明久君の後ろ姿が見えなくなるまでその場で小さく手を振る。

なんだか不思議な気持ちでいっぱいだった。

そんな気持ちを抱えるのもつかの間で

振り返ったあたしの目の前には、教室でみる女の子が立っていた。

 

「………姫路さん」

 

そう…。あたしは姫路さんに見られたのだ。

 

「何を…してたんですか…」

 

静かにそう声を漏らす姫路さん。

あたしはそれに答えることは出来なかった。

 

「……答えられませんか?…それなら質問を変えますね。……明久君と付き合ってるんですか?」

 

違う。
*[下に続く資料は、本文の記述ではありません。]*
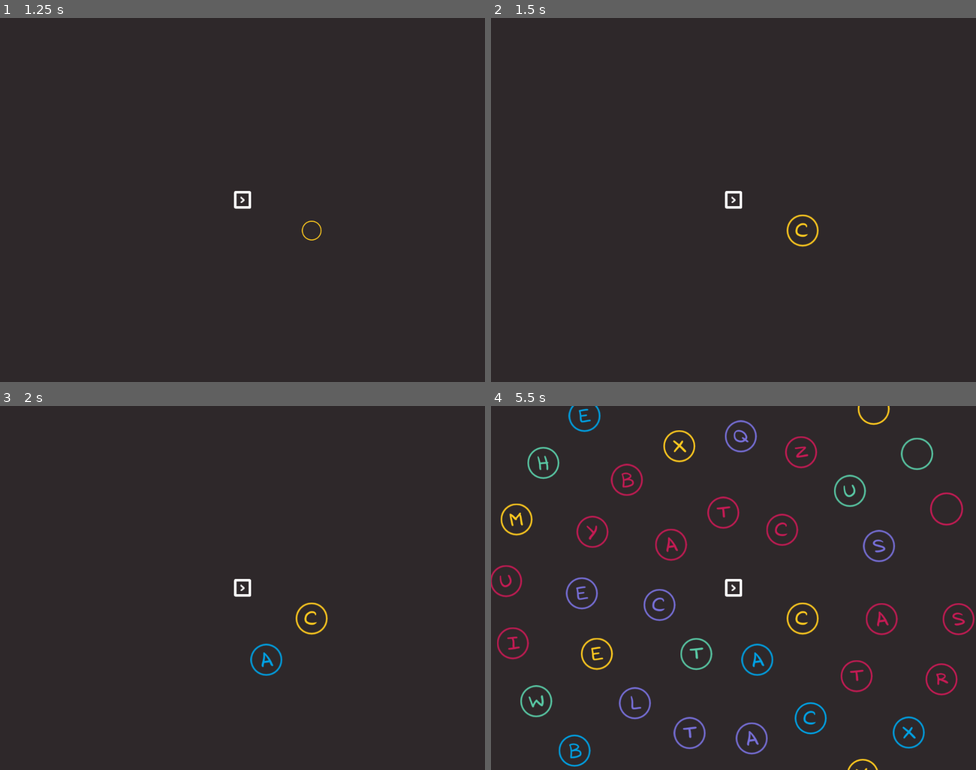
Above: before the commit, frames 1-4 (two rows, left to right).
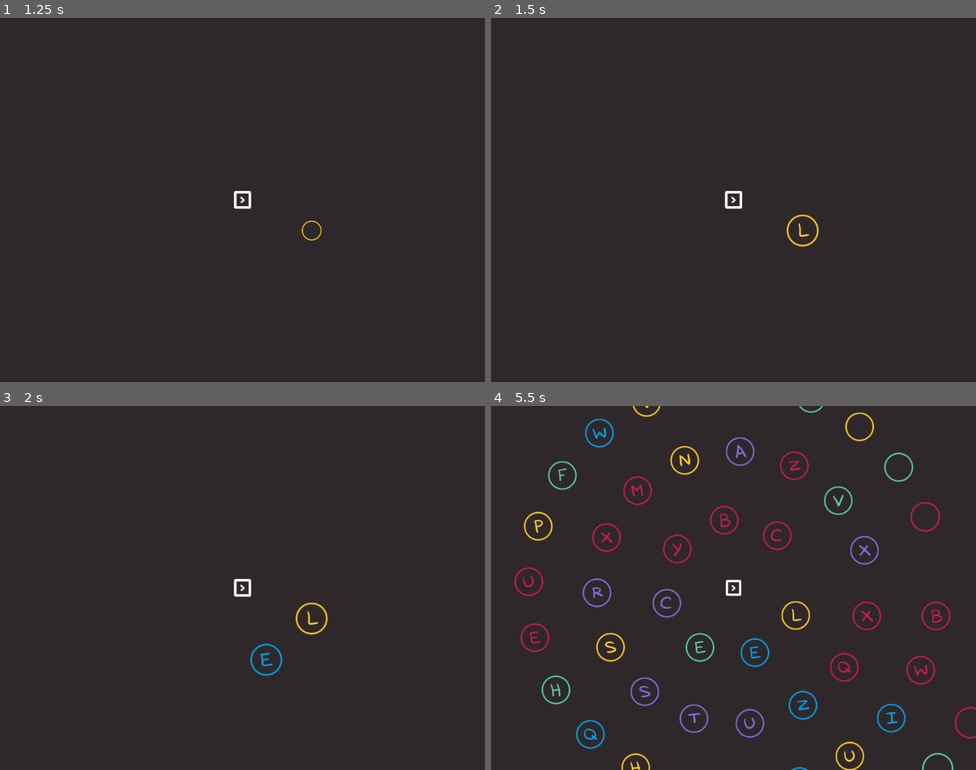
Above: after the commit, the same moments.

Repository: gontzalve/SSLS
Game: Godot game, scene res://scenes/game/main/main.tscn
The game is run twice, just before and just after one commit, with the same random seed, the same clock (stepped at 60 frames per second) and the same inputs.
Inputs (mouse positions are in pixels of both pictures, inside the frame that each line leads up to):
- Up to frame 1 (1.25 s): tap Enter at 0.5 s; move the mouse to (349, 181) at 0.52 s; hold D (move_right) from 0.53 s (still down); click (349, 181) at 0.6 s
- Up to frame 2 (1.5 s): tap Space at 1.25 s; move the mouse to (636, 218) at 1.27 s; release D (move_right) at 1.28 s; hold S (move_down) from 1.28 s (still down); tap Mouse wheel up (zoom_in) at 1.35 s
- Up to frame 3 (2 s): keep holding S (move_down)
- Up to frame 4 (5.5 s): move the mouse to (782, 507) at 2.02 s; release S (move_down) at 2.03 s; hold D (move_right) 2.03-2.78 s; tap Mouse wheel down (zoom_out) at 2.1, 4.35 s; move the mouse to (709, 660) at 2.77 s; hold W (move_up) 2.78-3.53 s; click (709, 660) at 2.85 s; move the mouse to (879, 642) at 3.52 s; hold A (move_left) 3.53-5.03 s; tap Mouse wheel up (zoom_in) at 3.6 s; move the mouse to (588, 533) at 4.27 s; move the mouse to (757, 588) at 5.02 s; hold S (move_down) from 5.03 s (still down); click (757, 588) at 5.1 s

Frame 1 is identical in both runs. In frame 2, less than 0.1% of the frame differs, in the area x 62-66%, y 56-61%; in frame 3, 0.1%; in frame 4, 10%, in the area x 0-100%, y 0-100%.

Commit message:
Implement Level Generator script

Diff:
--- a/scenes/game/camera/camera_zoom.gd
+++ b/scenes/game/camera/camera_zoom.gd
@@ -22,6 +22,8 @@
 const ZOOM_INACTIVITY_TIME: float = 0.2
 const ZOOM_SENSIBILITY: float = 10
 
+const PLAYER_ZOOM_DURATION: float = 0.4
+
 var current_zoom: float
 var current_zoom_transition: ZoomTransitionState
 var zoom_detection_timer: float
@@ -32,11 +34,19 @@
 	current_zoom_transition = ZoomTransitionState.NONE
 	zoom_detection_timer = 0
 	zoom_inactivity_timer = 0
-	# _set_zoom(1)
+	_set_zoom(1)
 
 
 func _process(delta: float) -> void:
 	_check_zoom_input(delta)
+
+
+func start_zoom(zoom_target: float, duration: float) -> void:
+	_tween_camera_zoom(zoom_target, duration)
+
+
+func get_current_zoom() -> float:
+	return current_zoom
 
 
 func _check_zoom_input(delta: float) -> void:
@@ -98,13 +108,13 @@
 func _set_zoom(zoom_level: float) -> void:
 	zoom_level = clampf(zoom_level, MAX_ZOOM_OUT, MAX_ZOOM_IN)
 	current_zoom = zoom_level
-	_tween_camera_zoom(zoom_level)
+	_tween_camera_zoom(zoom_level, PLAYER_ZOOM_DURATION)
 
 
-func _tween_camera_zoom(zoom_level: float) -> void:
+func _tween_camera_zoom(zoom_level: float, duration: float) -> void:
 	var tween: Tween = create_tween()
 	var tweener: PropertyTweener
-	tweener = tween.tween_property(camera2D, "zoom", Vector2.ONE * zoom_level, 0.4)
+	tweener = tween.tween_property(camera2D, "zoom", Vector2.ONE * zoom_level, duration)
 	tweener.set_trans(Tween.TRANS_BACK)
 	tweener.set_ease(Tween.EASE_OUT)
 	tween.tween_callback(_on_tween_ended)
--- a/scenes/game/camera/game_camera.gd
+++ b/scenes/game/camera/game_camera.gd
@@ -15,12 +15,21 @@
 	$CameraShake.start_shake()
 
 
+func start_zoom(zoom_target: float, duration: float) -> void:
+	%CameraZoom.start_zoom(zoom_target, duration)
+	pass
+
+
+func get_current_zoom() -> float:
+	return %CameraZoom.get_current_zoom()
+
+
 func _inject_dependencies() -> void:
 	%CameraFollow.set_target_reference(follow_target_node)
 
 
 func _connect_to_children_signals() -> void:
-	$CameraZoom.zoom_changed.connect(_on_camera_zoom_changed)
+	%CameraZoom.zoom_changed.connect(_on_camera_zoom_changed)
 
 
 func _on_camera_zoom_changed(is_zoom_in: bool) -> void:
--- a/scenes/game/letter/letter.gd
+++ b/scenes/game/letter/letter.gd
@@ -5,7 +5,7 @@
 @export var force_magnitude: float
 @export var friction: Vector2
 
-var assigned_letter_char: String
+var assigned_letter_char: String = ""
 var assigned_color: Color
 
 const LETTER_GROUP_NAME: String = "letters"
@@ -18,6 +18,10 @@
 	$LetterSprite.hide()
 	scale = Vector2.ZERO
 	_tween_up_scale()
+
+
+func has_letter_assigned() -> bool:
+	return assigned_letter_char != ""
 
 
 func _tween_up_scale() -> void:
--- a/scenes/game/levels/level.tscn
+++ /dev/null
@@ -1,14 +0,0 @@
-[gd_scene load_steps=5 format=3 uid="uid://duqk6nnpkjlh1"]
-
-[ext_resource type="PackedScene" uid="uid://d2mt4713epsq8" path="res://scenes/game/letter/letter.tscn" id="1_bllgx"]
-[ext_resource type="Script" path="res://scenes/game/levels/level.gd" id="1_eklft"]
-[ext_resource type="Resource" uid="uid://dhfdr3120uqgx" path="res://data/alphabet/alphabet.tres" id="3_xfgl2"]
-[ext_resource type="Resource" uid="uid://e73ytwisfwps" path="res://data/word_levels/word_levels.tres" id="4_kuxe6"]
-
-[node name="Level" type="Node2D"]
-script = ExtResource("1_eklft")
-letter_scene = ExtResource("1_bllgx")
-alphabet_data = ExtResource("3_xfgl2")
-word_levels = ExtResource("4_kuxe6")
-
-[node name="LetterContainer" type="Node2D" parent="."]
--- /dev/null
+++ b/scenes/game/levels/level_controller.gd
@@ -0,0 +1,31 @@
+extends Node2D
+
+signal level_ring_appeared
+signal level_created
+
+@export var word_levels: Resource
+
+
+func _ready() -> void:
+	$LevelGenerator.level_ring_appeared.connect(_on_level_ring_appeared)
+	$LevelGenerator.level_created.connect(_on_level_created)
+
+
+func load_word_level(index: int) -> void:
+	var level_word: String = word_levels.get_level_word(index)
+	if level_word == "-":
+		return
+	$LevelGenerator.clear_level()
+	$LevelGenerator.create_level(level_word)
+
+
+func clear_level() -> void:
+	$LevelGenerator.clear_level()
+
+
+func _on_level_ring_appeared() -> void:
+	level_ring_appeared.emit()
+
+
+func _on_level_created() -> void:
+	level_created.emit()
--- /dev/null
+++ b/scenes/game/levels/level_controller.tscn
@@ -0,0 +1,19 @@
+[gd_scene load_steps=6 format=3 uid="uid://duqk6nnpkjlh1"]
+
+[ext_resource type="PackedScene" uid="uid://d2mt4713epsq8" path="res://scenes/game/letter/letter.tscn" id="1_bllgx"]
+[ext_resource type="Script" path="res://scenes/game/levels/level_controller.gd" id="1_eklft"]
+[ext_resource type="Resource" uid="uid://dhfdr3120uqgx" path="res://data/alphabet/alphabet.tres" id="3_xfgl2"]
+[ext_resource type="Resource" uid="uid://e73ytwisfwps" path="res://data/word_levels/word_levels.tres" id="4_kuxe6"]
+[ext_resource type="Script" path="res://scenes/game/levels/level_generator.gd" id="5_q0ux3"]
+
+[node name="LevelController" type="Node2D"]
+script = ExtResource("1_eklft")
+word_levels = ExtResource("4_kuxe6")
+
+[node name="LetterContainer" type="Node2D" parent="."]
+
+[node name="LevelGenerator" type="Node2D" parent="." node_paths=PackedStringArray("letter_container")]
+script = ExtResource("5_q0ux3")
+letter_scene = ExtResource("1_bllgx")
+alphabet_data = ExtResource("3_xfgl2")
+letter_container = NodePath("../LetterContainer")
--- a/scenes/game/levels/level.gd
+++ b/scenes/game/levels/level_generator.gd
@@ -1,12 +1,13 @@
 extends Node2D
 
-signal level_appeared
+signal level_created
+signal level_ring_appeared
 
 @export var letter_scene: PackedScene
 @export var alphabet_data: Resource
-@export var word_levels: Resource
+@export var letter_container: Node2D
 
-var letters: Array[Node2D]
+var letter_node_rings = []
 var origin_position: Vector2
 var letter_node_slot_radius: float
 var current_spawn_circle_radius: float
@@ -27,11 +28,14 @@
 	letter_node_slot_radius = LETTER_NODE_RADIUS + LETTER_NODE_RADIUS_PADDING
 
 
-func load_word_level(index: int) -> void:
-	_clear_level()
-	var level_word: String = word_levels.get_level_word(index)
-	if level_word == "-":
-		return
+func clear_level() -> void:
+	for letter_ring in letter_node_rings:
+		for i in range(letter_ring.size() - 1, -1, -1):
+			letter_ring[i].queue_free()
+	letter_node_rings.clear()
+
+
+func create_level(level_word: String) -> void:
 	_spawn_letter_nodes()
 	_initialize_letter_nodes(level_word)
 	_execute_letter_nodes_appear_sequence()
@@ -47,11 +51,14 @@
 		letter_slot_count = min(letter_slot_count, LETTER_COUNT - spawned_letters)
 		print("Slot Angle: " , letter_slot_angle)
 		print("Letter slots: " , letter_slot_count)
+		var letter_node_ring: Array[Node] = []
 		for i in range(letter_slot_count):
 			var spawn_angle: float = (letter_slot_angle / 2) + i * letter_slot_angle
 			var spawn_pos: Vector2 = _calculate_letter_spawn_position(spawn_angle, current_spawn_circle_radius)
-			_spawn_letter(spawn_pos)
+			var letter_node: Node = _spawn_letter(spawn_pos)
+			letter_node_ring.append(letter_node)
 			spawned_letters += 1
+		letter_node_rings.append(letter_node_ring)
 		current_spawn_circle_radius += SPAWN_CIRCLE_RADIUS_INCREASE_STEP
 		print("-------------------------------")
 
@@ -66,12 +73,12 @@
 	return Vector2(radius * cos(rad_angle), radius * sin(rad_angle))
 
 
-func _spawn_letter(spawn_pos: Vector2) -> void:
+func _spawn_letter(spawn_pos: Vector2) -> Node:
 	var letter_node: Node = letter_scene.instantiate()
 	letter_node.set_initial_pos(spawn_pos)
 	letter_node.hide()
-	letters.append(letter_node)
-	$LetterContainer.add_child(letter_node)
+	letter_container.add_child(letter_node)
+	return letter_node
 
 
 func _initialize_letter_nodes(level_word: String) -> void:
@@ -83,35 +90,43 @@
 	var word_size = level_word.length()
 	var level_characters_count = word_size * LETTER_REPETITIONS
 	for i in range(level_characters_count):
-#		print("%s in pos %d" % [level_word[i % word_size], i])
-		letters[i].set_letter_type(level_word[i % word_size])
-	for i in range(letters.size() - level_characters_count):
-		var random_char: String = alphabet_data.get_random_character(level_word)
-#		print("%s in pos %d" % [random_char, i])
-		letters[i + level_characters_count].set_letter_type(random_char)
+		var random_ring: int = randi_range(0, letter_node_rings.size() - 1)
+		var random_slot: int = randi_range(0, letter_node_rings[random_ring].size() - 1)
+		letter_node_rings[random_ring][random_slot].set_letter_type(level_word[i % word_size])
+	for letter_ring in letter_node_rings:
+		for letter in letter_ring:
+			if not letter.has_letter_assigned():
+				var random_char: String = alphabet_data.get_random_character(level_word)
+				letter.set_letter_type(random_char)
 
 
 func _initialize_letter_colors() -> void:
-	for letter in letters:
-		letter.set_initial_color()
+	for letter_ring in letter_node_rings:
+		for letter in letter_ring:
+			letter.set_initial_color()
 
 
 func _execute_letter_nodes_appear_sequence() -> void:
-	for i in range(letters.size()):
-		letters[i].appear()
-		var delay: float = LETTER_APPEAR_INITIAL_DELAY - LETTER_APPEAR_INITIAL_DELAY * _ease_out_expo(i / 48.0)
-		delay = maxf(delay, 0.01)
-		await get_tree().create_timer(delay).timeout
-	level_appeared.emit()
+	var appeared_letter_count: int = 0
+	for i in range(letter_node_rings.size()):
+		for j in range(letter_node_rings[i].size()):
+			letter_node_rings[i][j].appear()
+			var delay: float = _calculate_letter_appear_delay(appeared_letter_count)
+			delay = maxf(delay, 0.01)
+			await get_tree().create_timer(delay).timeout
+			appeared_letter_count += 1
+		level_ring_appeared.emit()
+	await get_tree().create_timer(0.5).timeout
+	level_created.emit()
+
+
+func _calculate_letter_appear_delay(letter_index: int) -> float:
+	var delay: float = LETTER_APPEAR_INITIAL_DELAY
+	delay -= LETTER_APPEAR_INITIAL_DELAY * _ease_out_expo(letter_index / 48.0)
+	return delay
 
 
 func _ease_out_expo(x: float) -> float:
 	if x >= 1:
 		return 1
 	return 1 - pow(2, -10 * x)
-
-
-func _clear_level() -> void:
-	for letter_node in letters:
-		letter_node.queue_free()
-	letters.clear()
--- a/scenes/game/main/main.tscn
+++ b/scenes/game/main/main.tscn
@@ -1,9 +1,9 @@
 [gd_scene load_steps=7 format=3 uid="uid://cnkavhuprclg4"]
 
-[ext_resource type="PackedScene" uid="uid://duqk6nnpkjlh1" path="res://scenes/game/levels/level.tscn" id="1_dps4s"]
 [ext_resource type="Script" path="res://scenes/game/main/main_controller.gd" id="1_e8hqi"]
 [ext_resource type="PackedScene" uid="uid://cj0w5dwyhcvv8" path="res://scenes/game/player/player.tscn" id="2_cg2un"]
 [ext_resource type="PackedScene" uid="uid://jl30cbb50et2" path="res://scenes/game/camera/game_camera.tscn" id="2_vxcp5"]
+[ext_resource type="PackedScene" uid="uid://duqk6nnpkjlh1" path="res://scenes/game/levels/level_controller.tscn" id="4_1xhwx"]
 [ext_resource type="PackedScene" uid="uid://iv5glvthjnbv" path="res://scenes/game/cursor/game_cursor.tscn" id="5_k0t3l"]
 [ext_resource type="PackedScene" uid="uid://ci2uqol5tximj" path="res://scenes/game/bullet/bullet_factory.tscn" id="6_3vl2v"]
 
@@ -14,10 +14,10 @@
 unique_name_in_owner = true
 follow_target_node = NodePath("../Player")
 
-[node name="Level" parent="." instance=ExtResource("1_dps4s")]
+[node name="Player" parent="." instance=ExtResource("2_cg2un")]
 unique_name_in_owner = true
 
-[node name="Player" parent="." instance=ExtResource("2_cg2un")]
+[node name="LevelController" parent="." instance=ExtResource("4_1xhwx")]
 unique_name_in_owner = true
 
 [node name="GameCursor" parent="." instance=ExtResource("5_k0t3l")]
--- a/scenes/game/main/main_controller.gd
+++ b/scenes/game/main/main_controller.gd
@@ -4,7 +4,7 @@
 var game_cursor: Node2D
 var game_camera: Node2D
 var bullet_factory: Node2D
-var level: Node2D
+var level_controller: Node2D
 
 var current_level_index: int
 
@@ -28,10 +28,14 @@
 
 
 func _on_player_appeared() -> void:
-	level.load_word_level(current_level_index)
+	level_controller.load_word_level(current_level_index)
 
 
-func _on_level_appeared() -> void:
+func _on_level_ring_appeared() -> void:
+	game_camera.start_zoom(game_camera.get_current_zoom() - 0.1, 0.4)
+	pass
+
+func _on_level_created() -> void:
 	game_cursor.show_cursor()
 	player.allow_input()
 
@@ -54,7 +58,7 @@
 	game_cursor = %GameCursor
 	game_camera = %GameCamera
 	bullet_factory = %BulletFactory
-	level = %Level
+	level_controller = %LevelController
 
 
 func _connect_to_signals() -> void:
@@ -62,4 +66,5 @@
 	player.shot_fired.connect(_on_player_shot_fired)
 	game_camera.zoomed_in.connect(_on_game_camera_zoomed_in)
 	game_camera.zoomed_out.connect(_on_game_camera_zoomed_out)
-	level.level_appeared.connect(_on_level_appeared)
+	level_controller.level_ring_appeared.connect(_on_level_ring_appeared)
+	level_controller.level_created.connect(_on_level_created)

事実はそうだった。

でも、あたしの中にいる何かが、そういうのを拒んだ。

 

「……………そうよ」

 

「!!?」

 

姫路さんは目を大きく開け、口をおさえていた。

今にも何か言いたげなその姿をみたあたしは、姫路さんが何かをいう前にこっちから質問をした。

 

「あなたこそ、明久君のなんなのよ」

 

「わ、私は……私は……」

 

あたしはもう知っていた。

姫路さんが明久君に振られたことを…。

だから、だからあたしは、あたしと姫路さんとの差を、もっと大きくしようと思った。

 

姫路さんが明久君を諦められる様に。

 

「………さっき、あたしが明久君としてたことを教えてあげるわ」

 

完膚無きまでに叩き潰す。

それがあたし木下優子。

あたしは絶対に明久君を誰かにも渡さない。

例えあたしが、みんなから嫌われようとも…。